Quantifying Qualia in Art

Can Machine Learning Automate Judgment?

In our creative realm, where aesthetics and qualia converge, we're constantly driven by the pursuit of innovation and emotional resonance. Capturing the essence of human expression in our art is an elusive journey, where our subjective experiences breathe life into every creation. But hey, as artists, we're in luck! A powerful ally has emerged—deep learning algorithms.

Bridging Qualia and Algorithms

Algorithms, fueled by vast amounts of data and intricate neural networks, possess an uncanny ability to learn, adapt, and even conceptualize. They analyze patterns, recognize visual elements, and can now even predict our aesthetic preferences. It's like having a collaborative partner that opens up new artistic horizons and dares to explore the uncharted territories of creativity—taking what's subjective and giving it a tangible form.

In what follows, we dive headfirst into a world where art, technology, aesthetics, and qualia come together in a mesmerizing dance. In this article, we explore the potential of deep learning algorithms as our artistic comrades – capable of impacting our creative process and shaping our artistic judgment.

Exciting, isn't it?

So let’s get started. How can artists appropriate emerging technologies to facilitate the process of creating ‘better’ art? As an artist and an AI researcher myself, I find this to be an exhilarating intersection.

Where Aesthetics Meet Qualia

At the heart of our artistic creations lies the elusive concept of qualia, which encompasses the feeling of what it is like to have subjective experiences and sensory appreciation. On the other hand, there is the field of aesthetics, which is the formal study of the principles of beauty and artistic taste. Aesthetics and qualia form a profound connection, as our personal experiences and emotions are conveyed through the aesthetic elements we use. As artists, we aim to transmit these feelings to our audience.
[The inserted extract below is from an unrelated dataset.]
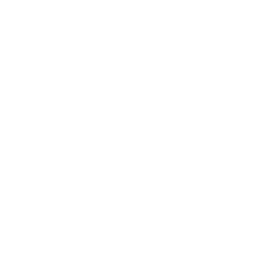
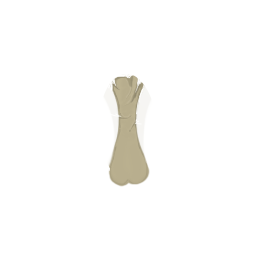
Layered file, before and after one edit (256px x 256px). Changes by layer:
added layer "Laag 1" above "Ellipse 3" over [108, 75, 150, 187]
painted on "Ellipse 3" over [103, 74, 152, 182]

For example, when you gaze upon Van Gogh's Starry Night, you perceive vibrant colors, textured brush strokes, and, reportedly, an overall sense of awe. These elements evoke unique qualia, meaning deeply personal experiences for each individual. The introspectively accessible sensations that are elicited within us, the qualia, are a byproduct of the formal elements used in the painting: the aesthetic form of the color palette, brushstroke placement, and overall flow of the painting. Essentially, when gazing upon Starry Night, we find that qualia and aesthetics, the subjective and the objective, are inextricably linked – at least for us humans.

Yet, this emotional expression poses a unique challenge for computational systems, which lack the inherent qualia essential for artistic creation. With advancements in deep learning algorithms, these systems can analyze formal aspects such as symmetry, complexity, and ambiguity within visual input. However, quantifying the "sensation" of color or the impact of a paintbrush dipped in turpentine and oil paint remains elusive.
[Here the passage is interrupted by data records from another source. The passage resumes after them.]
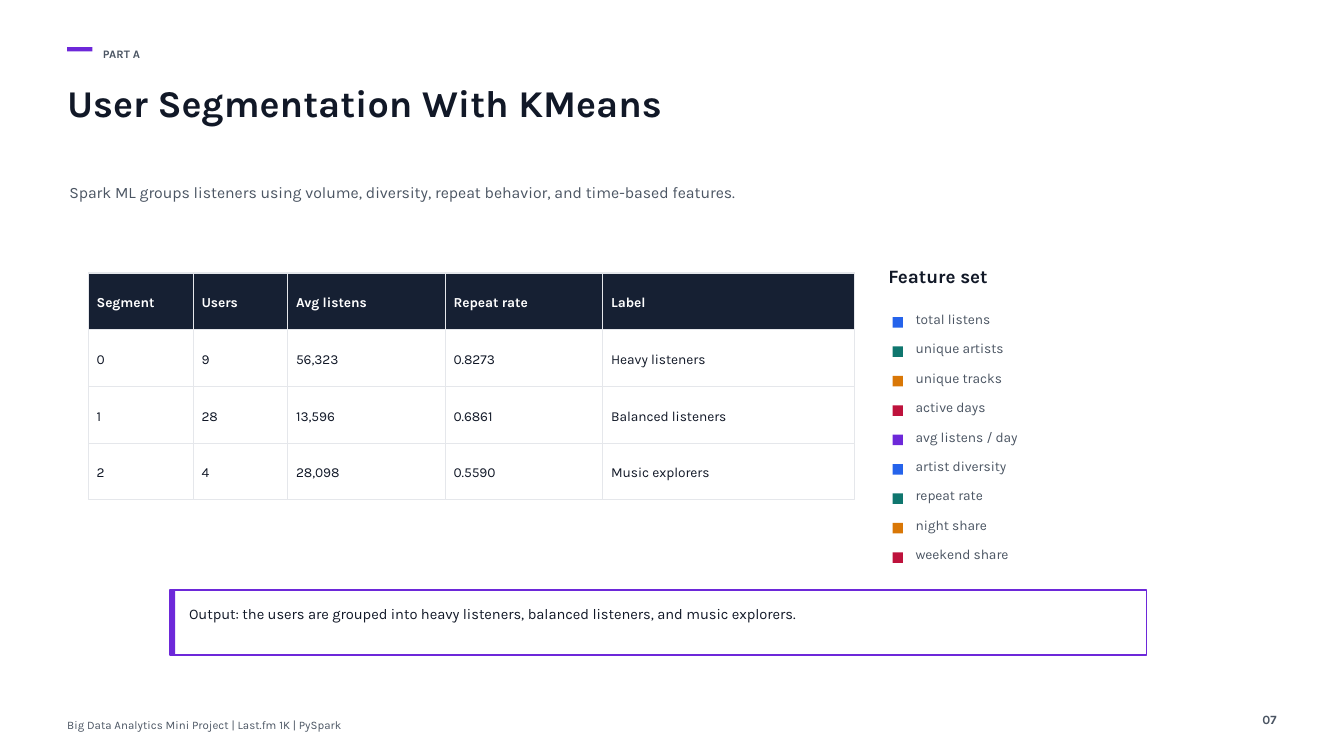
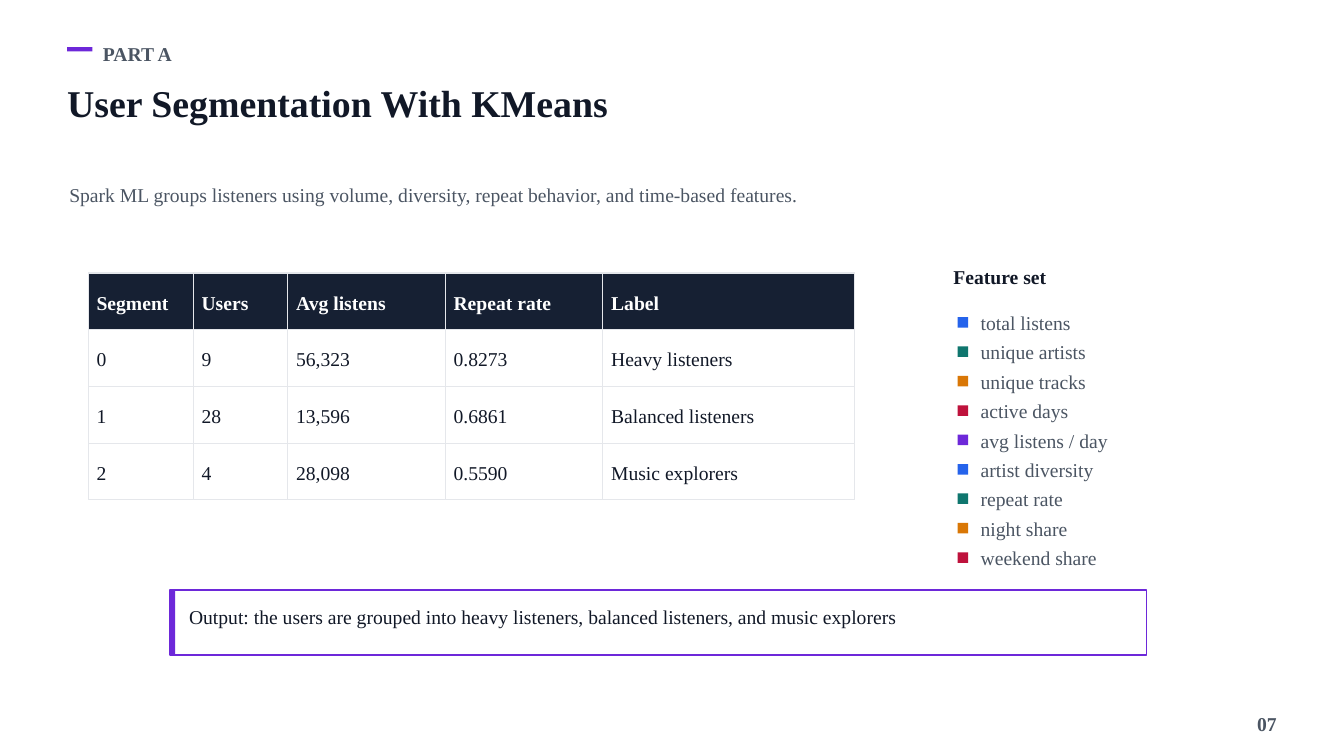
Before and after one commit to SSDharmawansa/music-recommendation-pyspark, a slide deck: slide 7 of Music_BigData_Assignment_Presentation.pptx. Drawn at 1344x756 pixels with LibreOffice and Linux fonts; fonts in the diff are those of the drawing. Boxes give left, top, right and bottom in pixels: in the first picture for what was removed or moved away, otherwise in the second. Text is boxed around its words. In the diff, an @@ line names an element or a change of style, - is before the commit and + after.

Commit message:
Add PDF and update presentation PPTX
Add exported PDF of the Music_BigData_Assignment presentation and update the PPTX. Binary changes include a new Music_BigData_Assignment_Presentation.pdf, a modified Music_BigData_Assignment_Presentation.pptx, and an added Office temp file (~$Music_BigData_Assignment_Presentation.pptx). Consider removing the temporary file or adding it to .gitignore.

```diff
--- a/Music_BigData_Assignment_Presentation.pptx
+++ b/Music_BigData_Assignment_Presentation.pptx
@@ text "PART A" at [103, 48, 172, 61]: size 8.2 to 14 pt, font Karla to Times New Roman @@
@@ text "User Segmentation With KMeans" at [67, 90, 607, 125]: font Karla to Times New Roman @@
@@ text "Spark ML groups listeners using ..." at [69, 188, 797, 206]: size 11.2 to 14 pt, font Karla to Times New Roman @@
@@ text "Feature set" at [953, 271, 1046, 285]: size 13.5 to 14 pt, font Karla to Times New Roman @@
@@ 10 texts, 9 rectangles: place and size @@
-10 texts, 9 rectangles at [888, 270, 1018, 563]
+10 texts, 9 rectangles at [953, 271, 1107, 565]
@@ size 9.8 to 14 pt, font Karla to Times New Roman in 29 elements at [97, 297, 169, 315], [202, 297, 249, 310], [296, 296, 385, 315], [454, 297, 551, 315], [611, 296, 659, 311], [97, 353, 107, 367], [202, 353, 212, 367], [296, 353, 350, 369], [454, 353, 508, 367], [611, 352, 732, 371], [97, 410, 107, 423], [202, 410, 222, 424], [296, 410, 350, 426], [454, 410, 508, 424], [611, 409, 754, 424], [97, 467, 107, 480], [202, 467, 212, 480], [296, 467, 350, 483], [454, 467, 508, 481], [611, 466, 738, 485], [981, 316, 1070, 330], [981, 346, 1086, 363], [981, 375, 1086, 393], [981, 404, 1068, 422], [981, 434, 1107, 452], [981, 463, 1094, 481], [981, 495, 1062, 510], [981, 522, 1067, 540], [981, 551, 1096, 565] @@
@@ text at [189, 610, 896, 629]: text changed; size 10.5 to 14 pt; font Karla to Times New Roman @@
-Output: the users are grouped into heavy listeners, balanced listeners, and music explorers.
+Output: the users are grouped into heavy listeners, balanced listeners, and music explorers
@@ text "07" at [1257, 718, 1277, 731]: size 9 to 14 pt, font Karla to Times New Roman @@
@@ text removed at [67, 721, 342, 732] @@
-Big Data Analytics Mini Project | Last.fm 1K | PySpark
```
Also in this commit, not shown: 9 other slides changed, 2 other files.

While algorithms may achieve aesthetic success through formal elements, the question remains: can they evoke the same emotional expression as human artists?

Fusing Computational Aesthetics and Deep Learning

In recent years, I've been fascinated by the fusion of deep learning algorithms and artistic creation, which has unlocked exciting opportunities to explore the intricate relationship between qualia, aesthetics, and the ever-evolving landscape of art.

Yet, I must admit that marrying technology with art poses a "grand challenge" since art is traditionally perceived as a domain exclusive to human beings, tied to our subjective, social, and emotional traits. It's not easy for computational systems to make aesthetic judgments that truly resonate with human emotions (Colins 2019). Nevertheless, the quest to enable computational systems to evaluate universal aesthetic properties and connect them with social, cognitive, and emotional components has given rise to the fascinating field of computational aesthetics.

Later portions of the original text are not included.